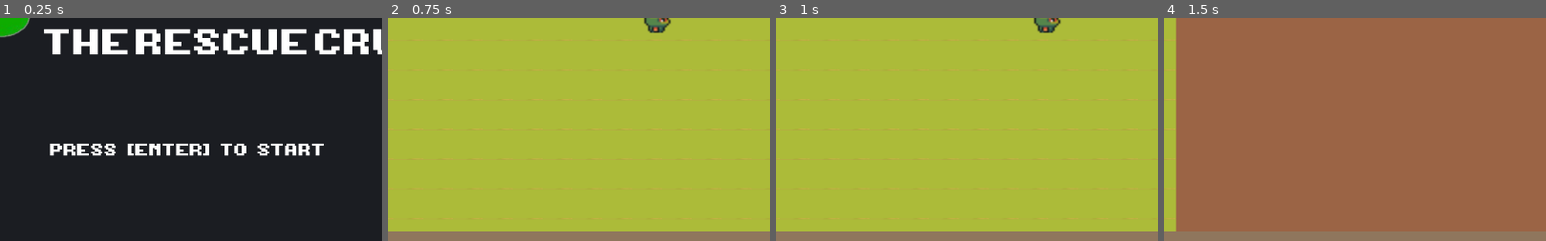
Above: before the commit, frames 1-4 (left to right).
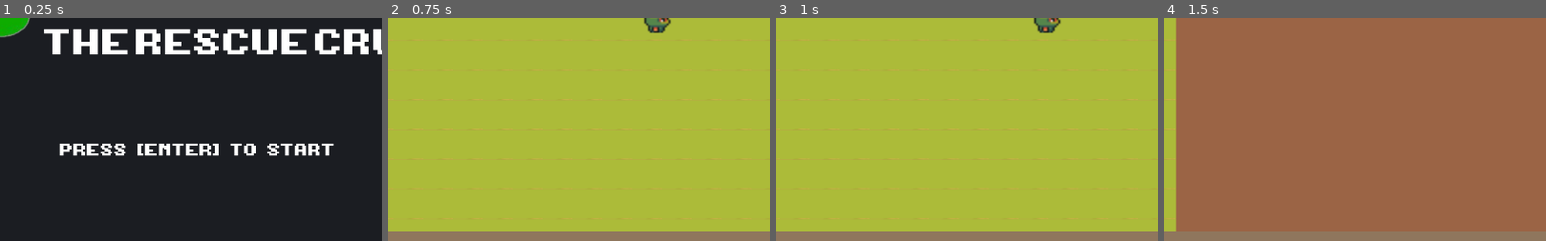
Above: after the commit, the same moments.

Repository: 12-cactus/espi-and-the-rescue-crusade
Game: Godot game, scene res://Main.tscn
Same seed, same stepped clock (60 frames per second), same inputs: the game is played once before the commit and once after it.
Inputs (mouse positions are % of the whole screen's width and height, from its top left):
- Up to frame 1 (0.25 s): no input
- Up to frame 2 (0.75 s): tap Enter (start) at 0.5 s; move the mouse to (72, 45) at 0.52 s; hold Right (right) from 0.53 s (still down); hold Enter (start) from 0.53 s (still down)
- Up to frame 3 (1 s): keep holding Right (right); keep holding Enter (start)
- Up to frame 4 (1.5 s): move the mouse to (30, 55) at 1.27 s; release Right (right) at 1.28 s; release Enter (start) at 1.28 s; hold Down (down) from 1.28 s (still down); tap W (bag) at 1.35 s
The pictures show only the part of the screen within x 24-74%, y 50-100%; the shares and areas given below are measured in that part.

The runs differ from the first frame. In frame 1, 2.4% of the frame differs, in the area x 13-88%, y 56-62%; in frame 2, nothing differs; in frame 3, nothing differs; in frame 4, nothing differs.

Commit message:
:sparkles: add reset

Diff:
--- a/GUI.gd
+++ b/GUI.gd
@@ -2,6 +2,7 @@
 
 onready var LifeBar = $LifeBar
 onready var Start: TextureRect = $Start
+onready var Restart: TextureRect = $Restart
 onready var WindowFrame: TextureRect = $WindowFrame
 
 func _on_World_start():
@@ -9,8 +10,18 @@
 
 func show():
 	Start.visible = false
+	Restart.visible = false
 	LifeBar.visible = true
 	WindowFrame.visible = true
 
 func on_player_hit(damage):
 	LifeBar.life -= damage
+
+func on_player_dead():
+	Start.visible = false
+	Restart.visible = true
+	LifeBar.visible = false
+	WindowFrame.visible = false
+
+func on_player_revive():
+	show()
--- a/Main.gd
+++ b/Main.gd
@@ -7,3 +7,6 @@
 func _ready():
 	Espi.connect("hit", GUI, "on_player_hit")
 	LifeBar.connect("dead", Espi, "death")
+	LifeBar.connect("dead", GUI, "on_player_dead")
+	LifeBar.connect("revive", Espi, "revive")
+	LifeBar.connect("revive", GUI, "on_player_revive")
--- a/Main.tscn
+++ b/Main.tscn
@@ -9,6 +9,7 @@
 [ext_resource path="res://assets/GUI/Start.png" type="Texture" id=7]
 [ext_resource path="res://assets/Font/NormalFont.tres" type="DynamicFont" id=8]
 [ext_resource path="res://entities/player/LifeBar.tscn" type="PackedScene" id=9]
+[ext_resource path="res://assets/GUI/End.png" type="Texture" id=10]
 
 [node name="Main" type="Node"]
 script = ExtResource( 5 )
@@ -32,6 +33,26 @@
 rect_scale = Vector2( 2.6, 2.6 )
 custom_fonts/font = ExtResource( 8 )
 text = "PRESS [ENTER] TO START"
+align = 1
+
+[node name="Restart" type="TextureRect" parent="GUI"]
+visible = false
+margin_right = 40.0
+margin_bottom = 40.0
+texture = ExtResource( 10 )
+__meta__ = {
+"_edit_use_anchors_": false
+}
+
+[node name="Label" type="Label" parent="GUI/Restart"]
+margin_left = 318.396
+margin_top = 459.355
+margin_right = 470.396
+margin_bottom = 473.355
+rect_scale = Vector2( 2.6, 2.6 )
+custom_fonts/font = ExtResource( 8 )
+text = "PRESS [R] TO RESTART"
+align = 1
 
 [node name="WindowFrame" type="TextureRect" parent="GUI"]
 visible = false
--- a/entities/player/Espi.gd
+++ b/entities/player/Espi.gd
@@ -4,8 +4,6 @@
 
 onready var body: AnimatedSprite = $Body
 onready var Bag: MarginContainer = $Bag
-
-onready var dead_timer = $DeadTimer
 
 var speed: int = 200
 var velocity: Vector2 = Vector2.ZERO
@@ -31,7 +29,6 @@
 	if item_picked != null:
 		Bag.add(item_picked)
 		item_picked = null
-
 
 	velocity = Vector2(Mov.RIGHT-Mov.LEFT, Mov.DOWN-Mov.UP)
 	velocity = velocity.normalized() * speed
@@ -77,12 +74,17 @@
 		arm.initialize(self, global_position, direction)
 
 func notify_hit():
-	emit_signal("hit", 1)
+	emit_signal("hit", 2)
 
 func death():
-	body.frame = 4
-	dead_timer.connect("timeout", self, "_on_dead_timer_timeout")
-	dead_timer.start()
+	call_deferred("_remove")
+
+func revive():
+	position = Vector2(112, 330)
+	body.frame = 0
+	collision_layer = 1
+	show()
+	set_physics_process(true)
 
 func _on_dead_timer_timeout():
 	call_deferred("_remove")
--- a/entities/player/Espi.tscn
+++ b/entities/player/Espi.tscn
@@ -6,7 +6,6 @@
 [ext_resource path="res://assets/Food/Fish.png" type="Texture" id=4]
 [ext_resource path="res://entities/player/Bag.gd" type="Script" id=5]
 [ext_resource path="res://entities/player/Camera2D.gd" type="Script" id=6]
-[ext_resource path="res://assets/Actors/Espi/Dead.png" type="Texture" id=7]
 
 [sub_resource type="AtlasTexture" id=1]
 flags = 4
@@ -30,7 +29,7 @@
 
 [sub_resource type="SpriteFrames" id=5]
 animations = [ {
-"frames": [ SubResource( 1 ), SubResource( 2 ), SubResource( 3 ), SubResource( 4 ), ExtResource( 6 ) ],
+"frames": [ SubResource( 1 ), SubResource( 2 ), SubResource( 3 ), SubResource( 4 ), null ],
 "loop": true,
 "name": "idle",
 "speed": 5.0
@@ -47,9 +46,6 @@
 [node name="Body" type="AnimatedSprite" parent="."]
 frames = SubResource( 5 )
 animation = "idle"
-
-[node name="DeadTimer" type="Timer" parent="."]
-wait_time = 0.619
 
 [node name="CollisionShape2D" type="CollisionShape2D" parent="."]
 shape = SubResource( 6 )
--- a/entities/player/LifeBar.gd
+++ b/entities/player/LifeBar.gd
@@ -1,6 +1,7 @@
 extends Control
 
 signal dead
+signal revive
 
 export var start_life = 12
 
@@ -12,12 +13,20 @@
 onready var hearts = $Hearts
 onready var tween = $Tween
 
+func _physics_process(_delta):
+	if is_dead() && Input.is_action_pressed("restart"):
+		reset()
+		emit_signal("revive")
+
 func _ready():
 	self.max_life = 12
 	self.life = start_life
 
 func reset():
 	self.life = max_life
+
+func is_dead() -> bool:
+	return life <= 0
 
 func set_life(v):
 	life = v
@@ -34,7 +43,7 @@
 		hearts.get_child(i).frame = 0
 	for i in range(ceil(life_preview/NBR_BY_HEART)):
 		var child = hearts.get_child(i)
-		var frame_target = clamp(remaining_life,0,4)
+		var frame_target = int(clamp(remaining_life,0,4))
 		remaining_life = clamp(remaining_life-4,0,INF)
 		child.frame = frame_target
 
--- a/project.godot
+++ b/project.godot
@@ -70,6 +70,11 @@
 , Object(InputEventKey,"resource_local_to_scene":false,"resource_name":"","device":0,"alt":false,"shift":false,"control":false,"meta":false,"command":false,"pressed":false,"scancode":16777238,"unicode":0,"echo":false,"script":null)
  ]
 }
+restart={
+"deadzone": 0.5,
+"events": [ Object(InputEventKey,"resource_local_to_scene":false,"resource_name":"","device":0,"alt":false,"shift":false,"control":false,"meta":false,"command":false,"pressed":false,"scancode":82,"unicode":0,"echo":false,"script":null)
+ ]
+}
 
 [rendering]
 
Not shown: 1 places in Main.tscn that only renumber resources
Binary file added: assets/GUI/End.png
Not shown, added: assets/GUI/End.png.import
┄┄┄┄┄┄┄┄┄┄┄┄┄┄┄┄┄┄┄┄
In the entries above, the lines between the one holding "item_picked = null" and the one holding "self.max_life = 12", inclusive, are to be printed exactly as written, and those alone.

 		item_picked = null
-
 
 	velocity = Vector2(Mov.RIGHT-Mov.LEFT, Mov.DOWN-Mov.UP)
 	velocity = velocity.normalized() * speed
@@ -77,12 +74,17 @@
 		arm.initialize(self, global_position, direction)
 
 func notify_hit():
-	emit_signal("hit", 1)
+	emit_signal("hit", 2)
 
 func death():
-	body.frame = 4
-	dead_timer.connect("timeout", self, "_on_dead_timer_timeout")
-	dead_timer.start()
+	call_deferred("_remove")
+
+func revive():
+	position = Vector2(112, 330)
+	body.frame = 0
+	collision_layer = 1
+	show()
+	set_physics_process(true)
 
 func _on_dead_timer_timeout():
 	call_deferred("_remove")
--- a/entities/player/Espi.tscn
+++ b/entities/player/Espi.tscn
@@ -6,7 +6,6 @@
 [ext_resource path="res://assets/Food/Fish.png" type="Texture" id=4]
 [ext_resource path="res://entities/player/Bag.gd" type="Script" id=5]
 [ext_resource path="res://entities/player/Camera2D.gd" type="Script" id=6]
-[ext_resource path="res://assets/Actors/Espi/Dead.png" type="Texture" id=7]
 
 [sub_resource type="AtlasTexture" id=1]
 flags = 4
@@ -30,7 +29,7 @@
 
 [sub_resource type="SpriteFrames" id=5]
 animations = [ {
-"frames": [ SubResource( 1 ), SubResource( 2 ), SubResource( 3 ), SubResource( 4 ), ExtResource( 6 ) ],
+"frames": [ SubResource( 1 ), SubResource( 2 ), SubResource( 3 ), SubResource( 4 ), null ],
 "loop": true,
 "name": "idle",
 "speed": 5.0
@@ -47,9 +46,6 @@
 [node name="Body" type="AnimatedSprite" parent="."]
 frames = SubResource( 5 )
 animation = "idle"
-
-[node name="DeadTimer" type="Timer" parent="."]
-wait_time = 0.619
 
 [node name="CollisionShape2D" type="CollisionShape2D" parent="."]
 shape = SubResource( 6 )
--- a/entities/player/LifeBar.gd
+++ b/entities/player/LifeBar.gd
@@ -1,6 +1,7 @@
 extends Control
 
 signal dead
+signal revive
 
 export var start_life = 12
 
@@ -12,12 +13,20 @@
 onready var hearts = $Hearts
 onready var tween = $Tween
 
+func _physics_process(_delta):
+	if is_dead() && Input.is_action_pressed("restart"):
+		reset()
+		emit_signal("revive")
+
 func _ready():
 	self.max_life = 12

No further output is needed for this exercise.